生物通报道：糖尿病能够预防甚至被逆转吗？根据加州大学戴维斯分校Bruce Hammock和巴塞罗那大学Joan Clària带领的一项最新研究称，这完全是有可能的，至少在遗传性肥胖小鼠中可以实现。这项研究涉及到Hammock实验室所发现的一种有效的酶抑制剂，这种抑制剂可大大降低炎症、炎性疼痛和神经病理性疼痛。

相关研究结果发表在最近的《PNAS》杂志，在这项研究中，一种酶——称为可溶性环氧化物水解酶（sEH）的抑制剂，不仅能预防糖尿病的发作，还能逆转糖尿病在肥胖小鼠中的影响。

Hammock说：“我们以前的研究表明，我们正在研究的这种药物本身能降低小鼠的糖尿病症状，但是Joan Clària的工作令人兴奋之处在于，如果小鼠通过转基因而具有增高水平的omega-3脂肪酸——这种药物在小鼠中就可以提供预防或治疗作用。”

据美国疾病控制和预防中心估计，约有2.91亿美国人，或9.3%的人口患有糖尿病，其特点是不正常的血糖水平。这其中包括810万例未确诊病例。延伸阅读：糖尿病新的遗传学和表观遗传学因素。

很显然，这种新药通过稳定一种omega-3脂肪酸（称为DHA）的代谢物而发挥作用。Hammock说，这些代谢产物被认为可以促进富含omega-3脂肪酸饮食的有益效果。之前加州大学戴维斯分校Hammock、Nipavan Chiamvimonvat、Robert Weiss、Anne Knowlton和Fawaz Haj实验室的研究表明，这种酶可减少或逆转糖尿病相关的医学问题，例如肾功能衰竭、高血压、糖尿病疼痛、动脉硬化和心脏衰竭。

加州大学戴维斯分校食品健康研究所食品科学和技术系主任J. Bruce German没有参与这项研究，但是他表示：“这一令人兴奋的研究，详细阐述了饮食中的omega-3脂肪酸如何发挥重要的健康效果。”

Clària是巴塞罗那大学医学院副教授、巴塞罗那医院生化和分子遗传学服务高级顾问。在这篇论文中，Clària将施用sHE抑制剂描述为“预防肥胖相关共患病的一种很有前途的策略”。
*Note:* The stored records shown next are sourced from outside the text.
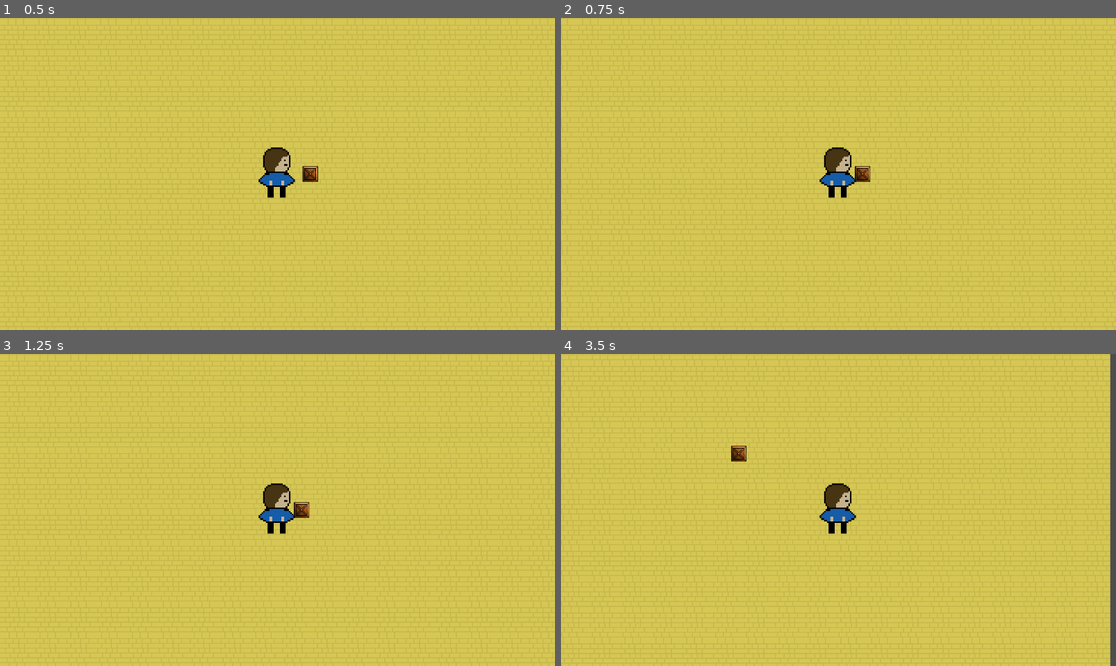
Above: before the commit, frames 1-4 (two rows, left to right).
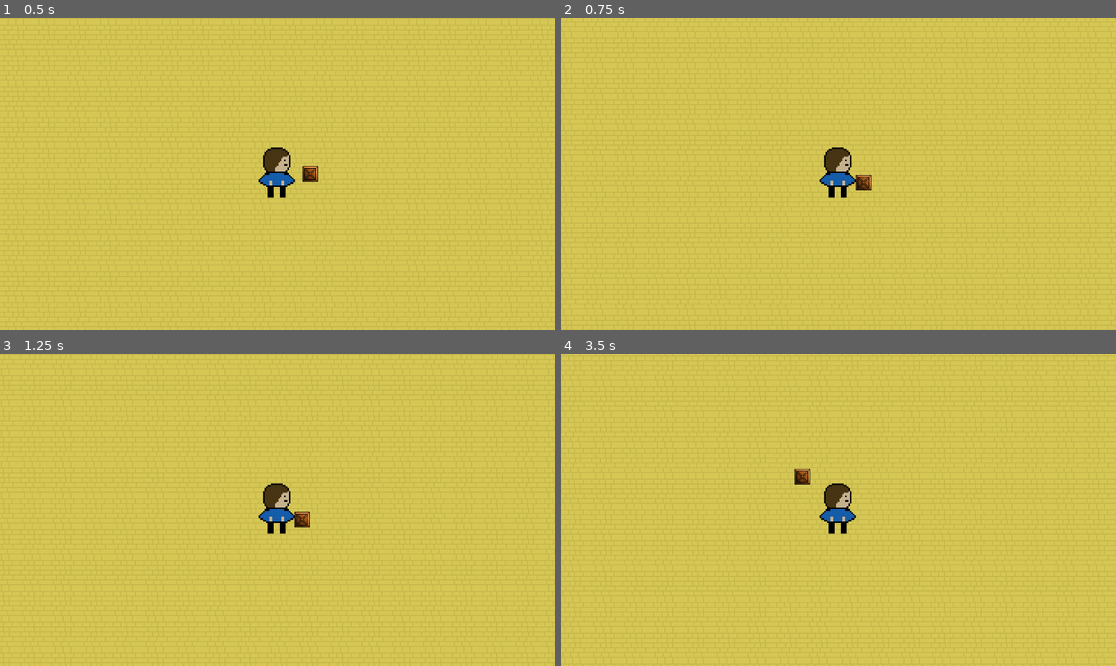
Above: after the commit, the same moments.

Repository: yehorscode/sacrifice
Game: Godot game, scene res://Scenes/stage_0.tscn
Same seed, same stepped clock (60 frames per second), same inputs: the game is played once before the commit and once after it.
Inputs:
- Up to frame 1 (0.5 s): no input
- Up to frame 2 (0.75 s): tap Enter at 0.5 s; hold D (D_Right) from 0.53 s (still down); hold W (W_Foward) from 0.53 s (still down)
- Up to frame 3 (1.25 s): keep holding D (D_Right); keep holding W (W_Foward)
- Up to frame 4 (3.5 s): release D (D_Right) at 1.28 s; release W (W_Foward) at 1.28 s; hold S (S_Backwards) 1.28-2.03 s; tap W (W_Foward) at 1.35, 2.85 s; hold W (W_Foward) 2.03-2.78 s; hold D (D_Right) from 2.03 s (still down)

Frame 1 is identical in both runs. In frame 2, 0.2% of the frame differs, in the area x 52-56%, y 47-56%; in frame 3, 0.2%; in frame 4, 1.4%, in the area x 30-100%, y 0-100%.

Commit message:
body_script

Diff:
--- a/Scripts/character_body_2d.gd
+++ b/Scripts/character_body_2d.gd
@@ -13,7 +13,8 @@
 
 var target_position: Vector2
 var moving: bool = false
-var last_dir: Vector2 = Vector2.ZERO
+var last_dir_x: Vector2 = Vector2.ZERO
+var last_dir_y: Vector2 = Vector2.ZERO
 
 func _ready():
 	target_position = position
@@ -27,22 +28,23 @@
 		handle_input()
 
 func handle_input():
-	var dir = Vector2.ZERO
-
+	var dir_x = Vector2.ZERO
+	var dir_y = Vector2.ZERO
+	if Input.is_action_pressed("W_Foward"):
+		dir_y = Vector2.UP
+		sprite.texture = sprite_up
+	elif Input.is_action_pressed("S_Backwards"):
+		dir_y = Vector2.DOWN
+		sprite.texture = sprite_down
 	if Input.is_action_pressed("D_Right"):
-		dir = Vector2.RIGHT
+		dir_x = Vector2.RIGHT
 		sprite.texture = sprite_right
 	elif Input.is_action_pressed("A_Left"):
-		dir = Vector2.LEFT
+		dir_x = Vector2.LEFT
 		sprite.texture = sprite_left
-	elif Input.is_action_pressed("W_Foward"):
-		dir = Vector2.UP
-		sprite.texture = sprite_up
-	elif Input.is_action_pressed("S_Backwards"):
-		dir = Vector2.DOWN
-		sprite.texture = sprite_down
 
-	if dir != Vector2.ZERO:
-		last_dir = dir
-		target_position = position + dir * grid_size
+	if dir_x != Vector2.ZERO or dir_y != Vector2.ZERO:
+		last_dir_x = dir_x
+		last_dir_y = dir_y
+		target_position = position + (dir_x * grid_size) + (dir_y * grid_size)
 		moving = true

Clària称，这项研究也深入阐述了sHE和omega-3环氧化合物在胰岛素敏感组织（特别是肝脏）中的作用。

（生物通：王英）

生物通推荐原文摘要：
Inhibition of soluble epoxide hydrolase modulates inflammation and autophagy in obese adipose tissue and liver: Role for omega-3 epoxides
Abstract：Soluble epoxide hydrolase (sEH) is an emerging therapeutic target in a number of diseases that have inflammation as a common underlying cause. sEH limits tissue levels of cytochrome P450 (CYP) epoxides derived from omega-6 and omega-3 polyunsaturated fatty acids (PUFA) by converting these antiinflammatory mediators into their less active diols. Here, we explored the metabolic effects of a sEH inhibitor (t-TUCB) in fat-1 mice with transgenic expression of an omega-3 desaturase capable of enriching tissues with endogenous omega-3 PUFA. These mice exhibited increased CYP1A1, CYP2E1, and CYP2U1 expression and abundant levels of the omega-3–derived epoxides 17,18-epoxyeicosatetraenoic acid (17,18-EEQ) and 19,20-epoxydocosapentaenoic (19,20-EDP) in insulin-sensitive tissues, especially liver, as determined by LC-ESI-MS/MS. In obese fat-1 mice, t-TUCB raised hepatic 17,18-EEQ and 19,20-EDP levels and reinforced the omega-3–dependent reduction observed in tissue inflammation and lipid peroxidation. t-TUCB also produced a more intense antisteatotic action in obese fat-1 mice, as revealed by magnetic resonance spectroscopy. Notably, t-TUCB skewed macrophage polarization toward an antiinflammatory M2 phenotype and expanded the interscapular brown adipose tissue volume. Moreover, t-TUCB restored hepatic levels of Atg12-Atg5 and LC3-II conjugates and reduced p62 expression, indicating up-regulation of hepatic autophagy. t-TUCB consistently reduced endoplasmic reticulum stress demonstrated by the attenuation of IRE-1α and eIF2α phosphorylation. These actions were recapitulated in vitro in palmitate-primed hepatocytes and adipocytes incubated with 19,20-EDP or 17,18-EEQ. Relatively similar but less pronounced actions were observed with the omega-6 epoxide, 14,15-EET, and nonoxidized DHA. Together, these findings identify omega-3 epoxides as important regulators of inflammation and autophagy in insulin-sensitive tissues and postulate sEH as a druggable target in metabolic diseases.